Between federal indictments, police investigations, civil lawsuits, and public allegations, Epstein is accused of running an international sex trafficking ring that recruited more than 1,000 girls as young as 14 to participate in sex with him, his associate Ghislaine Maxwell, and other men.

The women said they were abused all over the world, including in California, Florida, New Mexico, New York, Ohio, the United Kingdom and the Virgin Islands. Many of these are done in the name of providing massage services to earn extra money, or to get well-connected men to support their modeling careers.

Some whistleblowers say they contacted the FBI and local police in the 1990s but were not taken seriously.

Six years after Epstein’s death, hundreds of women calling themselves the Survivor Sisters have become the driving force behind a renewed public push to identify Epstein’s associates who they say have assaulted or participated in human trafficking rings.

Their support pushed the House and Senate to vote to release the Justice Department’s investigative file against Epstein, but in the months leading up to the vote, the issue increasingly became a political fistfight and partisan blame game.

President Donald Trump has pressured Republicans not to participate in the dossier effort, calling it the “Epstein hoax” and calling Republican lawmakers who are calling for his release “traitors.” When it became clear that the bill would pass, he suddenly switched to supporting it. Trump signed it late on November 19th.

Survivors who have come forward say they are furious that their trauma has been politicized and their experiences undermined.

“None of us here joined in this political war. We never wanted to be drawn into a fight between people who weren’t protecting us in the first place,” Wendy Avis said at a press conference before the Nov. 18 vote. “We are exhausted from surviving trauma and then living through the politics that swirl around it.”

“I don’t know if anyone knows the exact numbers.”

Only a few dozen of Epstein’s accusers have spoken publicly about their experiences, but fear of retaliation or attacks on their careers or families has prevented them from doing so.

But every day more women are coming forward and publicly sharing their experiences in hopes of getting their files released.

They include an emotional public service announcement video released just before the House and Senate votes urging Americans to call their representatives to release the Epstein files.

Marina Lacerda, who said she met Epstein when she was 14, told her story for the first time outside the Capitol on September 3. Lara Bram McGee, who said she was lured into Epstein’s world through modeling, said at a press conference on Nov. 18 that this was her first time speaking publicly.

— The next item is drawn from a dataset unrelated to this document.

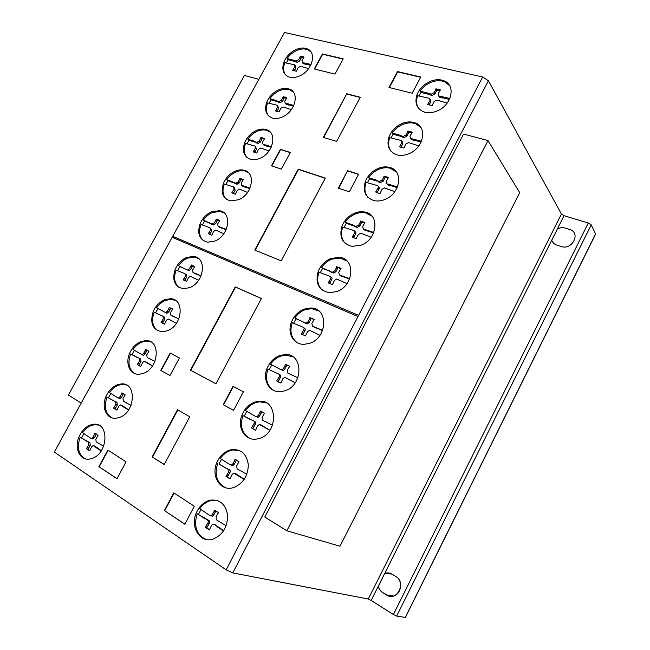 <?xml version="1.0" encoding="UTF-8"?>
<svg xmlns="http://www.w3.org/2000/svg" width="650" height="650" viewBox="0 0 650 650"><rect width="100%" height="100%" fill="white"/><g stroke="black" fill="none" stroke-linecap="round" stroke-linejoin="round"><path stroke-width="0.97" d="M81.226 403.049L68.364 395.062L244.392 75.465L258.838 79.324M286.861 530.766L339.983 546.244L519.699 192.66L488.028 140.611L463.58 134.071L264.777 517.051L286.861 530.766L488.028 140.611M217.636 500.581L210.096 500.776C206.034 502.06 202.605 504.701 199.81 508.69L209.739 515.474L210.998 515.808L212.428 514.442L213.826 514.841L212.404 516.197L211.088 515.832M209.048 500.459L210.283 500.142C220.017 499.176 225.802 504.302 227.646 515.515C227.467 527.337 222.528 535.234 212.802 539.207L212.534 539.281C200.005 543.108 190.222 527.28 196.064 513.508C198.827 506.805 203.157 502.458 209.048 500.459M266.492 402.959L259.488 401.789L255.775 402.586C251.688 404.024 248.276 406.705 245.529 410.629L255.686 416.471L256.717 416.764L258.391 415.35L259.667 415.959L257.993 417.373L256.969 417.081M254.816 402.106L258.537 401.31C277.761 398.418 278.915 433.062 259.35 438.441L256.652 439.067C244.969 441.122 236.811 427.424 241.946 415.139C244.603 408.663 248.901 404.316 254.816 402.106M318.849 310.968L311.683 308.628L305.102 309.717C300.974 311.301 297.562 314.031 294.848 317.907L306.459 323.716L305.313 322.904L306.077 323.139L308.035 321.693L309.181 322.506L307.231 323.952L306.459 323.716M304.241 309.083L310.83 307.994C328.494 307.669 327.779 337.748 309.619 343.322L304.102 344.338C293.516 344.752 286.983 332.995 291.419 322.156C293.987 315.859 298.261 311.504 304.241 309.083M371.93 216.133L365.463 212.81C362.229 212.184 358.906 212.55 355.493 213.907C351.325 215.646 347.904 218.416 345.231 222.235L352.56 224.868L353.592 225.883L346.271 223.259L344.004 227.443M354.721 213.127C358.142 211.762 361.473 211.396 364.699 212.022C380.096 214.175 377.447 239.59 360.945 245.229L352.032 246.374C342.314 243.742 338.959 237.023 341.957 226.224C344.435 220.123 348.692 215.751 354.721 213.127M420.891 127.522L415.691 123.776C411.596 122.322 407.184 122.582 402.447 124.556C398.255 126.433 394.834 129.252 392.186 133.014L399.693 135.127L400.611 136.329L393.12 134.217L391.024 138.019M401.765 123.638C406.502 121.656 410.922 121.396 415.025 122.85C427.838 126.847 423.67 148.184 408.752 153.79C404.398 155.553 400.311 155.87 396.5 154.741C388.879 151.588 386.401 145.592 389.058 136.76C391.454 130.829 395.688 126.457 401.765 123.638M449.792 85.897L445.25 82.062C440.781 80.088 435.817 80.267 430.365 82.582C426.124 84.524 422.687 87.368 420.054 91.13L427.7 92.999L428.553 94.299L420.916 92.422L418.901 96.046M429.723 81.599C435.191 79.267 440.156 79.097 444.624 81.071C456.178 85.792 451.433 105.373 437.19 110.947C432.12 113.043 427.481 113.287 423.264 111.686C416.609 108.388 414.513 102.749 416.983 94.77C419.348 88.904 423.597 84.516 429.723 81.599M396.321 171.917L390.439 168.309C386.75 167.31 382.882 167.635 378.82 169.293C374.644 171.096 371.223 173.891 368.566 177.686L375.976 180.05L376.951 181.163L369.549 178.799L367.372 182.78M378.097 168.439C382.159 166.782 386.035 166.449 389.724 167.448C403.869 170.601 400.408 193.928 384.702 199.558C381.022 201.013 377.496 201.378 374.116 200.647C365.446 197.714 362.521 191.344 365.357 181.545C367.794 175.532 372.044 171.161 378.097 168.439M346.994 260.967L340.08 258.05L331.752 259.188C327.608 260.853 324.188 263.616 321.49 267.459L329.818 271.277L322.595 268.377L320.239 272.764M330.939 258.481L339.276 257.335C355.826 258.367 354.071 285.959 336.765 291.59L329.509 292.711C318.793 290.461 315.006 283.416 318.142 271.562C320.669 265.371 324.935 261.007 330.939 258.481M293.036 356.882L285.838 355.127L280.751 356.094C276.648 357.606 273.227 360.311 270.498 364.211L281.076 369.777M279.841 355.534L284.936 354.567C303.461 352.958 303.704 385.328 284.814 390.821L280.776 391.666C269.579 392.892 262.21 380.169 266.996 368.591C269.612 362.204 273.894 357.858 279.841 355.534M239.614 450.58L232.96 449.962L230.514 450.539C226.452 451.904 223.039 454.561 220.277 458.51L230.279 464.791L231.424 465.108L232.968 463.718L234.309 464.23L232.765 465.611L231.619 465.294M229.507 450.141L231.953 449.564C241.377 449.126 246.838 454.228 248.324 464.888C247.951 476.068 243.043 483.632 233.602 487.581L232.148 487.947C220.057 490.856 211.136 476.149 216.613 463.157C219.318 456.584 223.616 452.246 229.507 450.141M310.928 51.903L307.921 49.79C304.411 48.409 300.479 48.734 296.108 50.773C292.484 52.577 289.477 55.177 287.081 58.573L293.329 60.101L294.369 61.336L288.129 59.808L286.252 63.074M295.336 49.839C299.707 47.791 303.648 47.458 307.158 48.847C317.102 52.374 312.358 70.46 299.926 75.814C295.783 77.699 292.037 78.057 288.689 76.879C283.067 74.173 281.515 69.144 284.042 61.799C286.317 56.534 290.079 52.544 295.336 49.839M270.473 132.356L266.784 130.349C263.721 129.513 260.431 129.878 256.912 131.454C253.297 133.153 250.274 135.728 247.853 139.173L253.988 141.131L255.117 142.22L248.982 140.262L246.951 143.877M256.067 130.626C259.594 129.049 262.884 128.676 265.947 129.513C277.631 132.096 273.528 152.912 260.081 158.267C256.799 159.697 253.719 160.071 250.843 159.404C243.896 156.869 241.849 151.271 244.693 142.61C247.041 137.183 250.835 133.185 256.067 130.626M224.307 213.086L220.179 211.429L212.396 212.55C208.821 214.143 205.806 216.678 203.352 220.171L210.551 223.494L204.588 221.106L202.394 225.062M211.477 211.835L219.269 210.706C232.529 212.014 229.222 235.796 214.809 241.085L207.683 242.206C199.461 240.004 196.918 233.87 200.062 223.803C202.491 218.229 206.294 214.24 211.477 211.835M175.581 300.463L171.267 299.325L165.628 300.341C162.086 301.803 159.071 304.306 156.577 307.84L165.311 312.463M164.629 299.748L170.268 298.724C184.998 298.447 182.65 325.65 167.221 330.801L162.24 331.76C152.734 330.054 149.711 323.367 153.156 311.699C155.667 305.963 159.486 301.982 164.629 299.748M126.433 384.995L122.273 384.402L118.511 385.198C115.009 386.547 112.003 389.001 109.484 392.584L117.691 397.759L118.463 398.027L120.014 396.719L121.461 397.321L119.917 398.621L118.828 398.174M117.423 384.735L121.192 383.931C137.02 382.029 135.541 412.604 119.259 417.519L116.139 418.226C106.657 419.453 101.156 407.452 105.934 396.654C108.509 390.772 112.344 386.799 117.423 384.735M98.483 425.076L94.551 424.726L91.593 425.401C88.132 426.676 85.134 429.106 82.615 432.697L90.626 438.198L91.463 438.482L92.926 437.198L94.429 437.71L92.974 438.994L92.121 438.701M90.464 424.994L93.421 424.32C109.574 421.671 108.404 453.749 91.853 458.51L89.521 459.062C79.796 460.769 73.986 448.102 78.999 436.865C81.616 430.918 85.434 426.961 90.464 424.994M151.011 342.014L146.737 341.152L142.058 342.071C138.539 343.476 135.525 345.954 133.023 349.513L141.367 354.331L142.066 354.575L143.707 353.259L145.096 353.941L143.463 355.257L142.764 355.014M141.018 341.543L145.706 340.616C161.005 339.544 159.096 368.387 143.236 373.433L139.206 374.278C130.089 374.985 125.028 363.74 129.537 353.478C132.08 347.669 135.907 343.688 141.018 341.543M198.437 258.464L194.171 257.067L187.533 258.148C183.974 259.675 180.96 262.194 178.49 265.704L185.177 268.978L179.782 266.549L177.499 270.717M186.574 257.498L193.221 256.409C207.269 256.912 204.457 282.441 189.516 287.674L183.528 288.722C174.623 286.764 171.827 280.345 175.134 269.449C177.604 263.803 181.415 259.813 186.574 257.498M248.568 172.794L244.611 170.934C241.824 170.332 238.875 170.714 235.771 172.063C232.172 173.704 229.158 176.264 226.712 179.733L232.773 181.911L233.951 182.926L227.898 180.749L225.786 184.535M234.894 171.291C237.998 169.934 240.947 169.553 243.742 170.154C256.254 172.128 252.541 194.423 238.591 199.753L230.401 200.899C222.796 198.51 220.488 192.636 223.486 183.276C225.875 177.767 229.678 173.778 234.894 171.291M293.272 91.991L289.892 89.887C286.577 88.774 282.937 89.123 278.98 90.927C275.348 92.682 272.334 95.274 269.912 98.703L276.128 100.449L277.209 101.611L271.001 99.864L269.051 103.309M278.176 90.041C282.141 88.229 285.781 87.88 289.096 88.985C299.934 92.105 295.482 111.524 282.531 116.886C278.801 118.544 275.364 118.918 272.22 117.999C265.939 115.343 264.136 110.021 266.817 102.034C269.132 96.679 272.919 92.682 278.176 90.041M269.912 98.703L271.001 99.864M276.128 100.449L277.209 101.611M276.998 100.937L279.029 101.506L280.101 102.668L278.078 102.099M279.029 101.506L281.418 100.214L282.498 101.384L280.101 102.668M281.418 100.214L282.677 97.906L283.749 99.076L282.498 101.384M282.677 97.906L283.132 96.671L284.196 97.849L283.749 99.076M286.423 98.223L284.196 97.849M283.132 96.671L286.812 97.695L284.733 101.14L285.163 103.228L293.816 105.414M291.338 109.647L283.229 106.974L280.857 108.266L279.069 111.938L276.9 111.556L275.397 110.874L277.55 107.323L277.257 105.259L267.637 102.903C265.655 108.176 266.004 112.548 268.686 116.009M277.55 107.323L278.631 108.477L276.843 111.54M277.883 105.926L278.631 108.477M276.234 109.744L277.314 110.898M288.446 103.903L289.518 105.072L288.405 104.999L285.553 103.651M293.459 106.178L289.518 105.072M287.332 103.837L288.405 104.999M285.277 103.261L286.349 104.423M226.712 179.733L227.898 180.749M232.773 181.911L233.951 182.926M233.618 182.471L235.592 183.178L236.771 184.194L234.796 183.479M235.592 183.178L237.973 181.959L239.143 182.975L236.771 184.194M237.973 181.959L239.257 179.595L240.427 180.619L239.143 182.975M239.257 179.595L239.728 178.327L240.898 179.351L240.427 180.619M243.116 179.879L240.898 179.351M239.728 178.327L243.328 179.603L241.207 183.113L241.694 185.372L250.014 188.094M247.536 192.433L239.387 189.101L237.25 190.393L235.414 194.155L234.691 194.049L231.831 192.831L234.024 189.215L233.586 186.972L224.38 184.031C222.056 190.352 222.698 195.406 226.314 199.192M234.024 189.215L235.203 190.222L233.188 193.594M234.325 187.606L235.203 190.222M232.676 191.693L233.862 192.692M244.798 186.225L245.96 187.232L244.871 187.102L242.19 185.794M249.787 188.614L245.96 187.232M243.701 186.087L244.871 187.102M241.694 185.372L242.864 186.379M178.49 265.704L179.782 266.549M189.451 268.686L190.759 266.281L192.043 267.134L190.734 269.539L189.451 268.686L187.614 270.026L185.177 268.978L187.159 269.88M190.734 269.539L188.378 270.684M190.759 266.281L191.254 264.973L192.53 265.826L192.043 267.134M194.724 266.533L192.53 265.826M191.254 264.973L194.74 266.516L192.587 270.091L193.009 272.488L201.061 275.827M198.583 280.272L190.442 276.25L188.541 277.517L186.656 281.377L183.186 279.776L185.412 276.096L184.99 273.699L176.118 270.083C173.388 277.696 174.411 283.506 179.181 287.511M185.575 274.081L186.282 274.544L186.704 276.933L184.616 280.719M185.412 276.096L186.704 276.933M184.039 278.623L185.331 279.459M183.186 279.776L184.486 280.605M192.757 277.355L194.131 278.249M196.024 273.569L197.299 274.414L196.235 274.211L193.895 273.073M200.964 276.055L197.299 274.414M194.951 273.366L196.235 274.211M193.009 272.488L194.293 273.333M143.707 353.259L145.048 350.797L146.429 351.488L145.096 353.941M145.048 350.797L145.551 349.448L146.941 350.139L146.429 351.488M147.859 350.415L146.941 350.139M145.551 349.448L148.939 351.268L146.746 354.908L147.111 357.459L154.911 361.4M152.433 365.966L144.3 361.254L142.618 362.497L140.684 366.446L137.321 364.577L139.588 360.823L139.222 358.28L130.601 353.99L136.614 357.191M139.498 358.418L140.619 358.954L140.985 361.498L138.726 365.235L140.018 366.251M139.588 360.823L140.985 361.498M138.182 363.407L139.579 364.073M137.321 364.577L138.726 365.235M146.136 361.993L152.482 365.893M146.762 362.554L148.151 363.22M147.574 363.301L148.964 363.967M148.996 358.483L151.157 359.361M134.388 350.252L132.007 354.664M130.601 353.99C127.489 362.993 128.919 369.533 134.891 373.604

The FBI said in a July 2025 memo that a review of the files found that Epstein harmed more than 1,000 victims.

Gloria Allred, an attorney who represents some of the survivors, said at a press conference on Nov. 17 that one reason the accusers want the files released is because they don’t know the full picture of what happened. Rather, they only know what they have assembled from those who have come forward.

“I don’t know if anyone knows the exact number (of victims),” she said.

Survivors who came forward in the 1990s were often ignored, threatened with career damage, and encouraged not to provide police reports, statements or evidence.

Annie Farmer, who was 16 when she met Epstein, said her sister Maria Farmer, another Epstein victim, was fired when she called the FBI in 1996.

“They hung up on her and there was no follow-up,” she said. The FBI contacted them in 2006 to become witnesses against Epstein, but they also did not respond, she said.

Maria Farmer is suing the FBI to hold the agency accountable for not investigating her claims more thoroughly.

Palm Beach, Florida, police first began investigating Epstein in 2006, but the investigation ended in 2008 with a non-prosecution agreement that exempted Epstein from prosecution on the most serious charges.

Virginia Roberts Giuffre, who said Epstein raped and trafficked her between 2000 and 2002, was the most outspoken person to tell her story. She sued Mr. Epstein in civil court under a false name in 2009 and made her name public in 2011. Before her death by suicide in April, she had sued Mr Maxwell and the former Prince Andrew in civil court.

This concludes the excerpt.